The other possibility we have mentioned is CMB, microwave background radiation. The CMB is very homogeneous, but it has some anisotropies, some granules. These grains, although small, have been measured in cosmological experiments. We know the paradigm that explains very well the anisotropy: inflation. According to inflation, the universe grew exponentially in the short term. But it can also be the formation of cosmic strings at the end of inflation. By moving the strings through the universe they will provoke perturbations and attract matter. These perturbations will also form anisotropy, in addition to anisotropy generated by inflation. If there were cosmic strings, we could measure these "extra" perturbations generated in the CMB and detect the strings indirectly.
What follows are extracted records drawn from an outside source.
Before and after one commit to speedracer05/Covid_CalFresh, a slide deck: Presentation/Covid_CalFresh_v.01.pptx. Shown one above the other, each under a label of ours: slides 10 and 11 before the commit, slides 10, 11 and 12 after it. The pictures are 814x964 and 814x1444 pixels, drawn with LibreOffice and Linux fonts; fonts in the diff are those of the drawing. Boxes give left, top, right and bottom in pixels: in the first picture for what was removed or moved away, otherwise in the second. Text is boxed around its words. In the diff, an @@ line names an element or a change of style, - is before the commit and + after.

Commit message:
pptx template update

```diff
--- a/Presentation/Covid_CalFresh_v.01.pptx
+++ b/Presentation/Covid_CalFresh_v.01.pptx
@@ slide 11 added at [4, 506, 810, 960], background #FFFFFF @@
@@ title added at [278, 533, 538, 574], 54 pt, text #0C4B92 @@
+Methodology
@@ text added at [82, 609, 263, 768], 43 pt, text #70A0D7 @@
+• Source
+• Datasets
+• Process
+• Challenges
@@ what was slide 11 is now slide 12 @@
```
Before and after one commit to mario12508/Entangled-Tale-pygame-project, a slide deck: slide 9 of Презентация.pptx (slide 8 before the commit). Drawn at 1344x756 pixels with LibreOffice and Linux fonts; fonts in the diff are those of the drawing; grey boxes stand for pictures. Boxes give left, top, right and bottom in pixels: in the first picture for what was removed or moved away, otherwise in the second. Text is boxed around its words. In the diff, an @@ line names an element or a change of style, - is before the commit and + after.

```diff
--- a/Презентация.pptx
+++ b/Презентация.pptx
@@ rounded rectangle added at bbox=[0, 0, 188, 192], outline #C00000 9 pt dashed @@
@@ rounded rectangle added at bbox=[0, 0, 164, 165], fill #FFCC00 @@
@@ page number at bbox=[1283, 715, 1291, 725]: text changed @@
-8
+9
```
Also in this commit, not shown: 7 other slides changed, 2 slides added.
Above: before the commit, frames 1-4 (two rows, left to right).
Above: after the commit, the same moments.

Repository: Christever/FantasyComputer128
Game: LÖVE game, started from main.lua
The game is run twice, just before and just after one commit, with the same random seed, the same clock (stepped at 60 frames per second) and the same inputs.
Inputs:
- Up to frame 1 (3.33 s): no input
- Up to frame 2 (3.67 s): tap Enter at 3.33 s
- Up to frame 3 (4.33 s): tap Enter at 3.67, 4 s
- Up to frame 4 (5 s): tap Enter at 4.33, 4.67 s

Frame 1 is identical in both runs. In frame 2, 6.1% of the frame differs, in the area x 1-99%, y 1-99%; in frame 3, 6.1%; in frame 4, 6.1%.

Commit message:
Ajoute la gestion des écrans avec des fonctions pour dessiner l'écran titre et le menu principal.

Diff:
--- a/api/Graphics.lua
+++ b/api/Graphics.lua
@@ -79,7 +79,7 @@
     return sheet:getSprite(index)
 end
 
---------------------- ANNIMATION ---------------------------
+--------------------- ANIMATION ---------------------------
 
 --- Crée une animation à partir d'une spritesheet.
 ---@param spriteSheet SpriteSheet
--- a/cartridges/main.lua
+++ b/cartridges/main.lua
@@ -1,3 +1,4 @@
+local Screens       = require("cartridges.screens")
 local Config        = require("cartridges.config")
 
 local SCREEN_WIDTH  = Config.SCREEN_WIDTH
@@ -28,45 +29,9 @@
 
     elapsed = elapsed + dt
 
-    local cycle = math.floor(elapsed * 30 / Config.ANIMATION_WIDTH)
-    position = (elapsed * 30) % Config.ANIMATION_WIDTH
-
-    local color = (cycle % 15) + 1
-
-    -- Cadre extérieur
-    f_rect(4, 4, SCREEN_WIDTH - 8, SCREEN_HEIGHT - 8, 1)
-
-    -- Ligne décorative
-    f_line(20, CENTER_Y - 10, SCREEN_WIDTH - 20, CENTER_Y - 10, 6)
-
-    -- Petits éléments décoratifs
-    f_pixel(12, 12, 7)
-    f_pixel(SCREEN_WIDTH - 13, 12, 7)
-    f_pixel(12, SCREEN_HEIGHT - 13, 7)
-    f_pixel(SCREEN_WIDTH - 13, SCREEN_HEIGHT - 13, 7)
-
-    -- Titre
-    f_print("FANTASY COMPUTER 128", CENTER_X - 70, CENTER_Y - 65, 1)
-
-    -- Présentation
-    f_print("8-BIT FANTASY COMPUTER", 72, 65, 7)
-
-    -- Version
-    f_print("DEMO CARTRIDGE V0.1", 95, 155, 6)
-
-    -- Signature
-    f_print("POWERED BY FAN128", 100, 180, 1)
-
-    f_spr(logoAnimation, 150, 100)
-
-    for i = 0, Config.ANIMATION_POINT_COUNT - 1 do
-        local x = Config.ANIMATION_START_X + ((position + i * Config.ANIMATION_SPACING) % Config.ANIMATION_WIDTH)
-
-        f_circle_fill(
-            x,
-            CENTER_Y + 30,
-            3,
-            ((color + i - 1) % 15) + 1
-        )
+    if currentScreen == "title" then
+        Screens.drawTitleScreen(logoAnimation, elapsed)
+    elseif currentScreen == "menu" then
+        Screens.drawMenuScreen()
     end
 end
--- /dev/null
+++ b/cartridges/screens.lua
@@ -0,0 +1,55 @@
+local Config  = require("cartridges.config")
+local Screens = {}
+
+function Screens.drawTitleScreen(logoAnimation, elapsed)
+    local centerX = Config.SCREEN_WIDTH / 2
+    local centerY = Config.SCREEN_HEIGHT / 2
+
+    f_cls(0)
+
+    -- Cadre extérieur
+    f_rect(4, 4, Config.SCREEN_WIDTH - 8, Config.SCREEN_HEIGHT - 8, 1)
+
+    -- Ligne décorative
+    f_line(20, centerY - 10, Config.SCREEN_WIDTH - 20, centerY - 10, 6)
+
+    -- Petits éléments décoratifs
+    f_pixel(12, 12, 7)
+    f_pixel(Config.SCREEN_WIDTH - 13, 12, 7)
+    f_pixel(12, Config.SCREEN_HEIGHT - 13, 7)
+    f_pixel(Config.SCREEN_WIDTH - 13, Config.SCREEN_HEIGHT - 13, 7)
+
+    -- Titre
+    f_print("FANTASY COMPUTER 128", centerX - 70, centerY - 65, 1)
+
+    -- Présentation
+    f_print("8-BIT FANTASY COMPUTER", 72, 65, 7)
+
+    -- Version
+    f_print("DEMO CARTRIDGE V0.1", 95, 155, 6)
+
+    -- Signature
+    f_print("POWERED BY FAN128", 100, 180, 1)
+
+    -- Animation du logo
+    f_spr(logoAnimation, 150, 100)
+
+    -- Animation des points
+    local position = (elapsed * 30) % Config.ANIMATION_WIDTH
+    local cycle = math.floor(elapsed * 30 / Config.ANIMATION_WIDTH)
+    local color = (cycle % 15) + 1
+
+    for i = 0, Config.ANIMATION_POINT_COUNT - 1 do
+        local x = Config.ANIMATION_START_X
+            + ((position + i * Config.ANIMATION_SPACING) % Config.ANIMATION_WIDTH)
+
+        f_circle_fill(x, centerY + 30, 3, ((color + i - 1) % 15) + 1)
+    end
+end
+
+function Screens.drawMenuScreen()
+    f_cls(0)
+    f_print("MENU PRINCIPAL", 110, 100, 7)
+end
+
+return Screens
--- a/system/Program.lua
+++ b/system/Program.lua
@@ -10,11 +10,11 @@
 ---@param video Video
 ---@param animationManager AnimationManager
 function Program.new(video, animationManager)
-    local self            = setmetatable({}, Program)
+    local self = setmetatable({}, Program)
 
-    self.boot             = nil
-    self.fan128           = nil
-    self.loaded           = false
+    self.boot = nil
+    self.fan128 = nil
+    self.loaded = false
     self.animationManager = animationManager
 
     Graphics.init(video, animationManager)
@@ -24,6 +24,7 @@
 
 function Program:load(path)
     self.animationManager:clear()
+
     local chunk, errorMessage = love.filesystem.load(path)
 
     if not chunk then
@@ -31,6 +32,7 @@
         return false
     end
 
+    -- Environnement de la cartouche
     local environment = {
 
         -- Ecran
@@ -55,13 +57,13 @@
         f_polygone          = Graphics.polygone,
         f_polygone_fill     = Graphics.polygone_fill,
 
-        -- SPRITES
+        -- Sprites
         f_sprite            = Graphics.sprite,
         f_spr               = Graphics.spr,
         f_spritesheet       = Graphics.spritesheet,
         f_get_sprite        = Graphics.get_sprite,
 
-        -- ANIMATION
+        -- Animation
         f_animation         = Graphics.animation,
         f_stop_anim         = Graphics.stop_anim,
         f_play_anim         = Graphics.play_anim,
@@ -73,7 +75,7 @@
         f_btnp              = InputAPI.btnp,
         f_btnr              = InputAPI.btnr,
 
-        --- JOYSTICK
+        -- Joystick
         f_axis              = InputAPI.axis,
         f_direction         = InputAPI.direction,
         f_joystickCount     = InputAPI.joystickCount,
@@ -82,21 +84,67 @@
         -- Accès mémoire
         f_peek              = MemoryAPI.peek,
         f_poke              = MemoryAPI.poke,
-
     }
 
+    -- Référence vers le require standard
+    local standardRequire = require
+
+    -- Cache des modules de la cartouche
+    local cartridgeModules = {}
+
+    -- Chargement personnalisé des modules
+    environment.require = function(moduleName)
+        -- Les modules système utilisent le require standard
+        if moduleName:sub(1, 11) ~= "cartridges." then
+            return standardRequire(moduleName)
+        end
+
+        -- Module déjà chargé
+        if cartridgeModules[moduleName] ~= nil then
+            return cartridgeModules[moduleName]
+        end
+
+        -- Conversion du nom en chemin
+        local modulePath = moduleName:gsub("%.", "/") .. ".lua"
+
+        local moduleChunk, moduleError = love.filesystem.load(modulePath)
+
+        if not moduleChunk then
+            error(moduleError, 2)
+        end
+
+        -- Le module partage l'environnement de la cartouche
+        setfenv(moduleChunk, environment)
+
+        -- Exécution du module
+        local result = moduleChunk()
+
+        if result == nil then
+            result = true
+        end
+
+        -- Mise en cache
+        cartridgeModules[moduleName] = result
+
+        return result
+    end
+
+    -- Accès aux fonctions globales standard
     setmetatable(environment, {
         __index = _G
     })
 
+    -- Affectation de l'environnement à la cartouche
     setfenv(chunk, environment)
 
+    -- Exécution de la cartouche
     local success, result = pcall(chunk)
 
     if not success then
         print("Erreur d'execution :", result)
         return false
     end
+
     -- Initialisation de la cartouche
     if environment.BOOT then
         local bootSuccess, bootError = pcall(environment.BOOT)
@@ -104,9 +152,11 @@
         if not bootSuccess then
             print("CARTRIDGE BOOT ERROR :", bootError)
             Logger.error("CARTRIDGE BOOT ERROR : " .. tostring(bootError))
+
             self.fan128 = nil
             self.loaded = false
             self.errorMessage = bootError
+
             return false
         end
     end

The cmb anisotropies that would generate cosmic strings can be simulated by supercomputers and compared with the temperature anisotropies of CMB measured by cosmological experiments. Take the best available cosmological data, such as those provided by WMAP. Using inflation models, we try to adjust the data as best as possible. Now, taking into account also the extra perturbations generated by the strings, we will also adjust the data. Through this analysis, numerical experiments tell us that if we take into account cosmic strings, we can better explain the data. We cannot say with certainty that we have found strings. In addition, with other cosmological data (in addition to the CMB) the existence of strings is not so evident. We need new and more accurate data. Perhaps the Planck satellite that took off in May will help us. Planck will measure the CMB with great precision, both temperature anisotropy and polarization anisotropy. Other experiments will also perform new measurements.
But in any case, with the current data, we can affirm that the data do not say that there are no strings. And the simple detection of strings is very important. If the new data makes it clear that the strings were not formed, we will have to discard some cosmological models and, perhaps, create new models. On the other hand, if we can observe the strings, we will see the relics of the newborn universe, a unique opportunity to see how the newborn universe was.